Long-Tail Keywords: What They Are, and How They Benefit Your SEO

Even if you’re relatively new to the concept of search engine optimization (SEO), you probably already know that keywords play an important role. They help your website rank because they’re the same words that your customers will be searching for when they need information on products and services in your industry. Long-tail keywords are simply an extension of this concept, helping you to rank for specific phrases instead of just one or two words. But how much of an effect do they really have against your competitors? Read on to learn about their history, why you should use them, and their main benefits.

The History of Long-Tail Keywords

Long-tail keywords are usually three or more words that are treated as a searchable phrase. They became more widespread as SEO algorithms began evaluating other factors in determining a website’s relevance. They were also used to distinguish websites from others that might be using misleading content practices like keyword stuffing, where keywords are used to outrank competitors’ pages by being repeated as many times as possible, without any regard to the quality of the content they’re being used in (otherwise known as spamdexing). 
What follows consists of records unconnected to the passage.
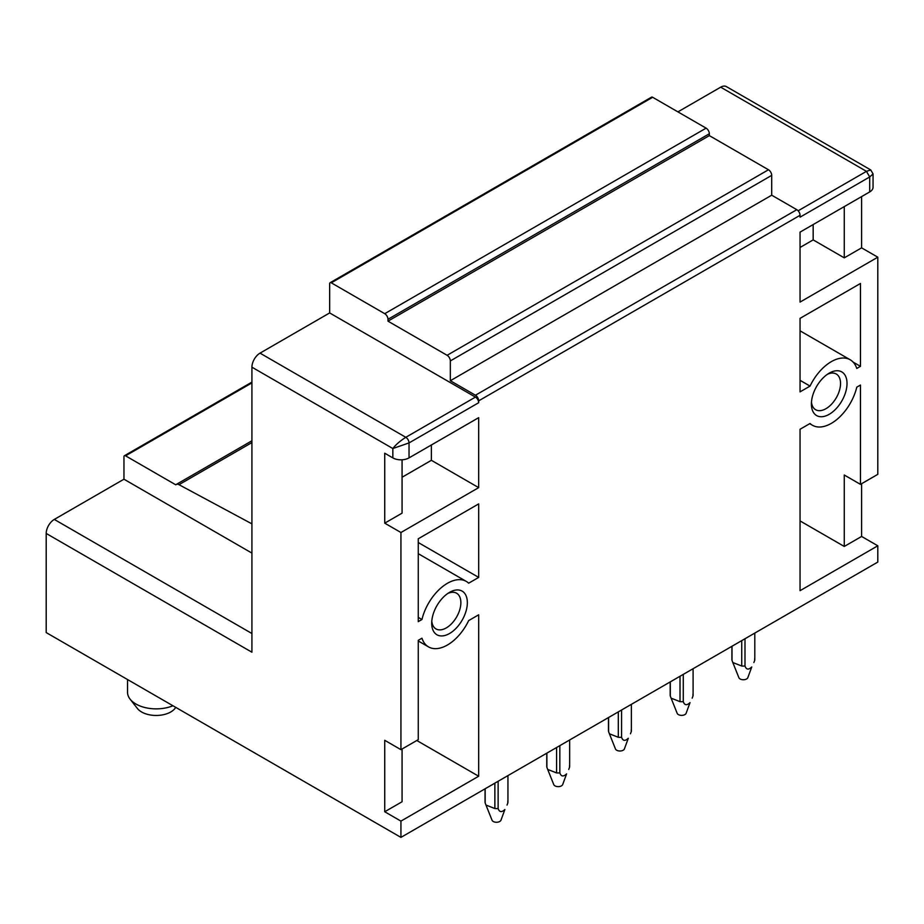 <?xml version="1.0" encoding="UTF-8"?>
<svg xmlns="http://www.w3.org/2000/svg" width="924" height="924" viewBox="0 0 924 924"><rect width="100%" height="100%" fill="white"/><g stroke="black" fill="none" stroke-linecap="round" stroke-linejoin="round"><path stroke-width="1.39" d="M127.547 679.544L127.547 692.342A28.632 16.528 0 0 0 130.099 699.156L137.399 708.477A20.617 11.908 0 0 0 161.989 714.98A20.617 11.908 0 0 0 174.959 708.477L175.803 707.403M130.099 699.156A28.632 16.528 0 0 0 164.241 708.2A28.632 16.528 0 0 0 172.927 705.751M809.713 423.689L812.415 425.248A37.792 21.818 120 0 1 810.048 423.492L800.045 429.267L800.045 590.69L877.8 545.795L877.8 562.069L400.935 837.387L400.935 821.113L478.678 776.229L478.69 614.806L468.676 620.582A37.792 21.818 120 0 1 428.528 646.892L418.26 640.967M400.935 821.113L384.731 811.757L384.731 740.309L400.935 749.664L400.935 532.513L384.731 523.157L384.731 453.21L392.839 457.888L392.839 448.533C395.83 444.652 400.15 440.91 405.798 437.306A4.585 2.645 60 0 1 409.032 442.919L392.839 448.533L251.917 367.174L251.917 652.217L46.2 533.448L46.2 632.582L400.935 837.387M431.704 623.226A25.202 14.553 120 0 0 449.526 633.518A25.202 14.553 120 0 0 467.348 602.656A25.202 14.553 120 0 0 449.526 592.365A25.202 14.553 120 0 0 431.704 623.226M431.797 621.217A20.617 11.908 120 0 0 435.978 628.921A20.617 11.908 120 0 0 451.871 623.4A20.617 11.908 120 0 0 460.868 602.656A20.617 11.908 120 0 0 456.595 593.22A20.617 11.908 120 0 0 447.828 593.439M251.917 367.174A11.458 6.618 -60 0 1 260.014 353.141L405.798 437.306L475.444 397.101A4.585 2.645 60 0 1 478.678 402.714L409.032 442.919L409.032 457.888L478.678 417.671L478.678 487.629L400.935 532.513M400.935 749.664L418.26 739.662L418.26 640.344L421.956 638.207A37.792 21.818 120 0 0 428.528 646.892M812.415 425.248A37.792 21.818 120 0 0 856.779 387.168L860.463 385.042L860.463 484.361L844.27 475.005L844.27 546.454L800.045 520.917M873.053 173.931L869.703 176.958L866.458 171.344L870.766 169.958L873.053 173.931L873.053 187.249A11.458 6.618 180 0 1 869.703 191.926L800.045 232.132L800.045 302.09L877.8 257.195L877.8 474.347L860.463 484.361M869.703 191.926L869.703 176.958L800.045 217.175L800.045 215.304L478.678 400.843L478.678 402.714M418.26 542.527L478.69 577.408L468.676 583.183A37.792 21.818 120 0 0 466.32 581.427A37.792 21.818 120 0 0 421.956 619.507L418.26 617.382M478.69 577.408L478.69 503.892L418.26 538.784L418.26 621.633L421.956 619.507M856.779 368.468A37.792 21.818 120 0 0 850.207 359.783A37.792 21.818 120 0 0 810.048 386.093L800.045 391.868L800.045 318.364L860.463 283.472L860.463 366.331L856.779 368.468M811.388 404.019A25.202 14.553 120 0 0 829.209 414.31A25.202 14.553 120 0 0 847.019 383.448A25.202 14.553 120 0 0 829.209 373.157A25.202 14.553 120 0 0 811.388 404.019M402.067 749.006L402.067 801.755L384.731 811.757M416.805 740.505L478.678 776.229M402.067 477.246L431.381 460.314L431.381 444.975M431.381 460.314L478.678 487.629M409.032 457.888A11.458 6.618 180 0 1 392.839 457.888M384.731 523.157L402.067 513.155L402.067 459.794M260.014 353.141L329.66 312.936L329.66 283.76A2.287 1.328 60 0 1 330.134 282.709A2.287 1.328 60 0 1 331.289 282.825L384.731 313.686A4.585 2.645 60 0 1 387.976 319.288L387.976 321.159L447.101 355.301A4.585 2.645 60 0 1 450.334 360.914L450.334 380.734L475.444 395.229A4.585 2.645 60 0 1 478.678 400.843M798.14 210.787L866.458 171.344L720.685 87.179L677.916 111.873M720.685 87.179A11.458 6.618 -60 0 1 726.403 86.613L870.766 169.958M46.2 533.448A11.458 6.618 -60 0 1 54.297 519.427L123.955 479.209L123.955 456.768A2.287 1.328 60 0 1 124.428 455.717A2.287 1.328 60 0 1 125.572 455.832L175.779 484.823A5.81 3.349 60 0 1 176.218 484.476A5.81 3.349 60 0 1 178.979 484.684L251.917 523.862M811.468 402.009A20.617 11.908 120 0 0 815.661 409.725A20.617 11.908 120 0 0 831.542 404.192A20.617 11.908 120 0 0 840.54 383.448A20.617 11.908 120 0 0 836.278 374.012A20.617 11.908 120 0 0 827.5 374.232M800.045 215.304A4.585 2.645 60 0 0 796.811 209.69L771.702 195.195L450.334 380.734M771.702 195.195L771.702 175.375L450.334 360.914M447.101 355.301L768.468 169.762A4.585 2.645 60 0 1 771.702 175.375M768.468 169.762L709.343 135.62L387.976 321.159M709.343 135.62L709.343 133.749L387.976 319.288M384.731 313.686L706.098 128.147A4.585 2.645 60 0 1 709.343 133.749M706.098 128.147L652.644 97.286L331.289 282.825M330.134 282.709L651.501 97.17A2.287 1.328 60 0 1 652.644 97.286M813.166 224.555L813.166 239.893L844.27 257.854L844.27 206.606M813.166 239.893L800.045 247.47M800.045 380.318L810.048 386.093M853.129 362.093L860.463 366.331M475.444 397.101L329.66 312.936M877.8 545.795L861.607 536.451L844.27 546.454M861.607 483.702L861.607 536.451M877.8 257.195L861.607 247.851L844.27 257.854M861.607 196.593L861.607 247.851M251.917 553.095L123.955 479.209M744.987 638.75L744.987 666.008A11.446 6.607 180 0 1 741.729 666.008L741.729 640.632M741.729 666.019L732.824 662.531L732.016 660.394L732.016 646.234M754.689 658.523L754.689 660.406A11.446 6.607 180 0 0 754.804 659.459L754.804 633.079M732.016 660.394A11.458 6.618 180 0 1 731.9 659.459L731.9 646.303M744.987 666.019C746.257 669.704 748.509 670.027 751.743 666.989L747.816 677.696A4.585 2.645 180 0 1 747.377 678.366A4.585 2.645 180 0 1 742.734 679.717A4.585 2.645 180 0 1 738.888 677.696L732.824 662.531M753.88 662.531L754.689 660.417M683.275 674.381L683.275 701.639A11.446 6.607 180 0 1 680.018 701.639L680.018 676.264M680.018 701.651L671.113 698.163L670.304 696.026L670.304 681.866M692.977 694.155L692.977 696.038A11.446 6.607 180 0 0 693.092 695.091L693.092 668.71M670.304 696.026A11.458 6.618 180 0 1 670.189 695.091L670.189 681.935M683.275 701.651C684.545 705.335 686.798 705.659 690.02 702.621L686.105 713.328A4.585 2.645 180 0 1 685.666 713.998A4.585 2.645 180 0 1 681.023 715.349A4.585 2.645 180 0 1 677.176 713.328L671.113 698.163M692.168 698.163L692.977 696.049M621.563 710.013L621.563 737.26A11.446 6.607 180 0 1 618.306 737.26L618.306 711.896M618.306 737.283L609.401 733.795L608.593 731.658L608.593 717.498M631.254 729.787L631.254 731.658A11.446 6.607 180 0 0 631.381 730.722L631.381 704.342M608.593 731.658A11.458 6.618 180 0 1 608.477 730.722L608.477 717.567M621.563 737.283C622.834 740.967 625.086 741.291 628.308 738.253L624.393 748.948A4.585 2.645 180 0 1 623.954 749.63A4.585 2.645 180 0 1 619.311 750.981A4.585 2.645 180 0 1 615.465 748.948L609.401 733.795M630.457 733.795L631.254 731.681M559.84 745.645L559.84 772.891A11.446 6.607 180 0 1 556.583 772.891L556.583 747.516M556.583 772.914L547.689 769.426L546.881 767.29L546.881 753.129M569.542 765.419L569.542 767.29A11.446 6.607 180 0 0 569.658 766.354L569.658 739.974M546.881 767.29A11.458 6.618 180 0 1 546.765 766.354L546.765 753.199M559.84 772.914C561.122 776.599 563.363 776.922 566.597 773.885L562.681 784.58A4.585 2.645 180 0 1 562.231 785.261A4.585 2.645 180 0 1 557.588 786.613A4.585 2.645 180 0 1 553.753 784.58L547.689 769.426M568.745 769.426L569.542 767.313M498.128 781.265L498.128 808.523A11.446 6.607 180 0 1 494.871 808.523L494.871 783.148M494.871 808.546L485.978 805.058L485.158 802.921L485.158 788.761M507.83 801.039L507.83 802.921A11.446 6.607 180 0 0 507.946 801.986L507.946 775.606M485.158 802.921A11.458 6.618 180 0 1 485.042 801.986L485.042 788.819M498.128 808.546C499.399 812.231 501.651 812.554 504.885 809.516L500.97 820.212A4.585 2.645 180 0 1 500.519 820.882A4.585 2.645 180 0 1 495.876 822.245A4.585 2.645 180 0 1 492.042 820.212L485.978 805.058M507.033 805.058L507.83 802.944M796.811 209.69L475.444 395.229M251.917 442.584L178.979 484.684M251.917 382.894L125.572 455.832M251.917 633.518L54.297 519.427M466.32 581.427L418.26 553.684M176.218 484.476L251.917 440.783M800.045 330.827L850.207 359.783M124.428 455.717L251.917 382.109"/></g></svg>
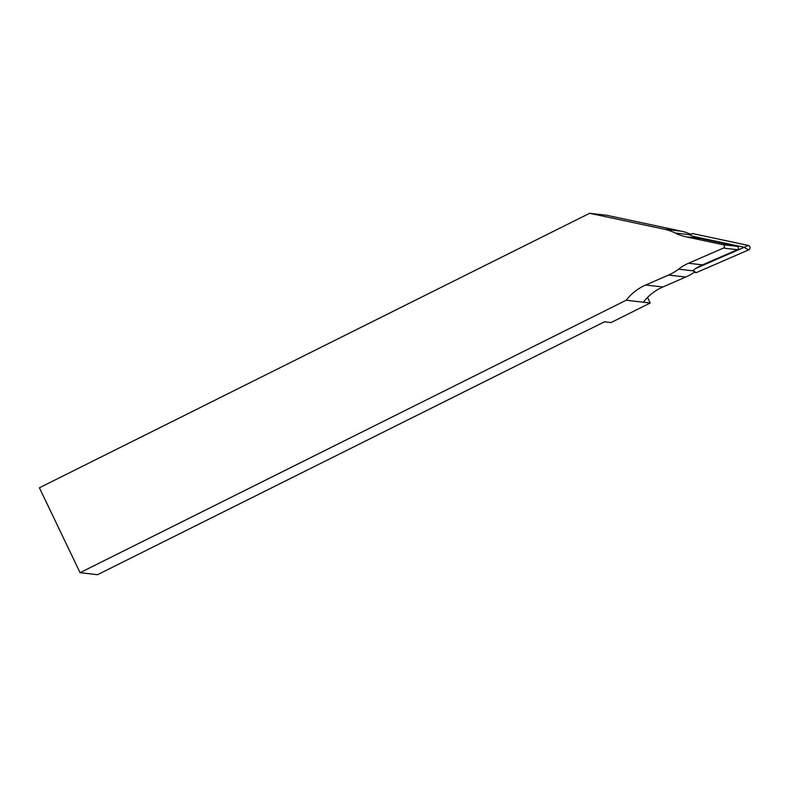 <?xml version="1.0" encoding="UTF-8"?>
<svg xmlns="http://www.w3.org/2000/svg" width="788" height="788" viewBox="0 0 788 788"><rect width="100%" height="100%" fill="white"/><g stroke="black" fill="none" stroke-linecap="round" stroke-linejoin="round"><path stroke-width="1.18" d="M589.631 213.292L606.75 215.282L681.413 231.209A47.31 46.482 96.6 0 1 690.82 234.302L690.16 235.129A47.31 46.482 -83.4 0 0 700.02 238.439L737.075 246.349A1.773 1.743 96.6 0 1 737.391 249.707L702.492 264.876A47.31 46.482 -83.4 0 0 693.43 270.097L694.356 272.126A47.31 46.482 96.6 0 1 685.708 277.051L662.866 286.98A50.265 49.388 -83.4 0 0 643.333 302.218L650.208 303.016L611.005 322.568L604.465 321.809L97.525 574.708L80.071 572.679L626.214 300.218A50.265 49.388 96.6 0 1 645.746 284.99L668.579 275.061A47.31 46.482 -83.4 0 0 678.547 269.151A47.31 46.482 96.6 0 1 688.515 263.251L723.414 248.082A1.773 1.743 -83.4 0 0 723.098 244.713L686.033 236.814A47.31 46.482 96.6 0 1 675.168 233.012A47.31 46.482 -83.4 0 0 664.294 229.209L589.631 213.292L39.4 487.782L80.071 572.679M643.333 302.218L626.214 300.218M647.529 297.44L650.208 303.016M675.168 233.012L690.436 234.794L692.465 233.534L748.176 245.413A2.364 2.325 96.6 0 1 748.6 249.904L696.139 272.697L694.149 272.274M692.967 236.331L744.236 247.265L695.971 268.353M678.547 269.151L693.814 270.934L696.139 272.697M690.751 234.282L692.465 233.534M664.294 229.209L681.413 231.209M686.033 236.814L700.02 238.439M723.098 244.713L737.075 246.349M723.414 248.082L737.391 249.707M688.515 263.251L702.492 264.876M668.579 275.061L685.708 277.051M645.746 284.99L662.866 286.98M744.246 247.373L748.6 249.904M744.236 247.265L748.176 245.413"/></g></svg>
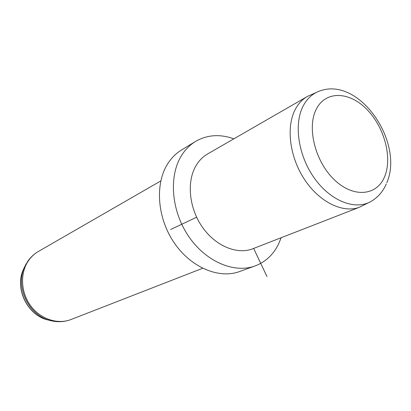 <?xml version="1.0" encoding="UTF-8"?>
<svg xmlns="http://www.w3.org/2000/svg" width="411" height="411" viewBox="0 0 411 411"><rect width="100%" height="100%" fill="white"/><g stroke="black" fill="none" stroke-linecap="round" stroke-linejoin="round"><path stroke-width="0.62" d="M369.957 201.996L359.378 207.278C342.861 213.468 319.383 202.13 304.484 179.437C289.524 156.817 285.886 126.639 295.417 109.121C298.52 103.387 302.599 99.123 307.644 96.318L316.485 92.372M306.791 96.811L208.048 153.704C203.209 156.406 199.227 160.341 196.114 165.51C186.573 181.302 188.885 207.432 201.986 226.559C215.03 245.747 236.572 254.856 252.436 248.902L253.505 248.485M233.874 138.826C220.209 133.94 207.591 134.716 196.026 141.148C190.185 144.595 185.32 149.45 181.431 155.712C168.685 176.149 171.248 210.422 188.259 235.78C205.197 261.216 233.422 273.49 254.332 266.205C265.08 262.352 273.145 254.984 278.53 244.108L281.155 237.722M194.989 141.78L182.032 149.676C176.242 153.092 171.413 157.881 167.544 164.04C154.86 184.128 157.213 217.625 173.863 242.331C190.432 267.104 218.231 278.982 238.95 271.763L240.404 271.239M253.644 248.434L267.006 276.613M196.638 217.229L170.601 229.518M384.562 176.802C392.628 157.932 384.434 127.251 366.972 109.511C349.643 91.525 325.944 90.348 316.429 108.91C306.632 127.189 314.99 161.307 334.184 179.607C353.244 198.189 376.779 195.924 384.562 176.802M386.813 182.725C404.465 142.304 358.921 75.285 318.926 91.314C312.345 93.826 307.156 98.599 303.349 105.632C293.608 123.67 298.103 155.301 314.245 177.994C330.3 200.789 354.678 210.442 370.419 201.755C377.56 197.789 382.852 191.855 386.299 183.948M24.645 266.801L23.042 270.212C15.135 288.311 27.003 313.768 46.001 319.46L50.563 320.621M26.078 263.97L24.085 268.111L27.712 261.355C30.666 257.106 34.36 253.731 38.788 251.234C34.683 253.541 31.241 256.695 28.462 260.708C19.964 272.981 20.668 292.031 30.399 305.445C40.083 318.9 57.221 324.711 70.687 319.65L71.591 319.296M202.628 268.291L70.687 319.65C63.376 322.281 55.901 322.383 48.251 319.948L46.001 319.46C26.772 313.655 15.079 288.573 23.042 270.212L24.085 268.111C15.767 287.14 28.272 313.963 48.251 319.948L54.365 321.376M252.436 248.902L359.378 207.278M238.95 271.763L254.332 266.205M38.788 251.234L160.788 180.938"/></g></svg>

Search engine algorithms have been updated to identify when keyword stuffing is taking place and penalize a website’s ranking for it. They’ve also been designed to look beyond simple keywords for determining how a website should be rendered, indexed, and ranked.

Keywords are still important – they are, after all, the point of why people are looking for you — they’re simply one of many ways your website can be found.

Why You Should Use Long-Tail Keywords

Long-tail keywords can boost your ranking because they offer a high degree of specificity for a segment of your target audience.

When you type a query into a search engine, do you use only one or two words, or do you enter whole phrases and questions? Probably a mixture of both. Because the latter is becoming more common, it’s good practice to write content that anticipates and includes these phrases and questions, thereby offering results that are either spot on or very close to the exact things that some of your leads are asking.

As more people rely on voice search — either through mobile assistants like Siri and Alexa, or through specific apps as an enabled feature — the more likely they are to speak their search queries as full sentences. While it’s generally a good idea to write like how people talk, in this case, it’s even more relevant for you to get noticed.

Should you focus on long-tail keywords over regular, one-to-two-word keywords (or, as some now call them, short-tail keywords)? Not necessarily — and we’ll discuss why later in this article. Right now, it’s important to note that both can be used strategically to grow your website’s organic search.

Benefits of Long-Tail Keywords

Long-tail keywords are important for a few reasons.

First, they make it easier to rank your website for niche search terms. Say that you have a very particular offering in your industry. Narrowing down the scope of your content to write for that subject matter could easily help you stand out and increase your lead conversions. 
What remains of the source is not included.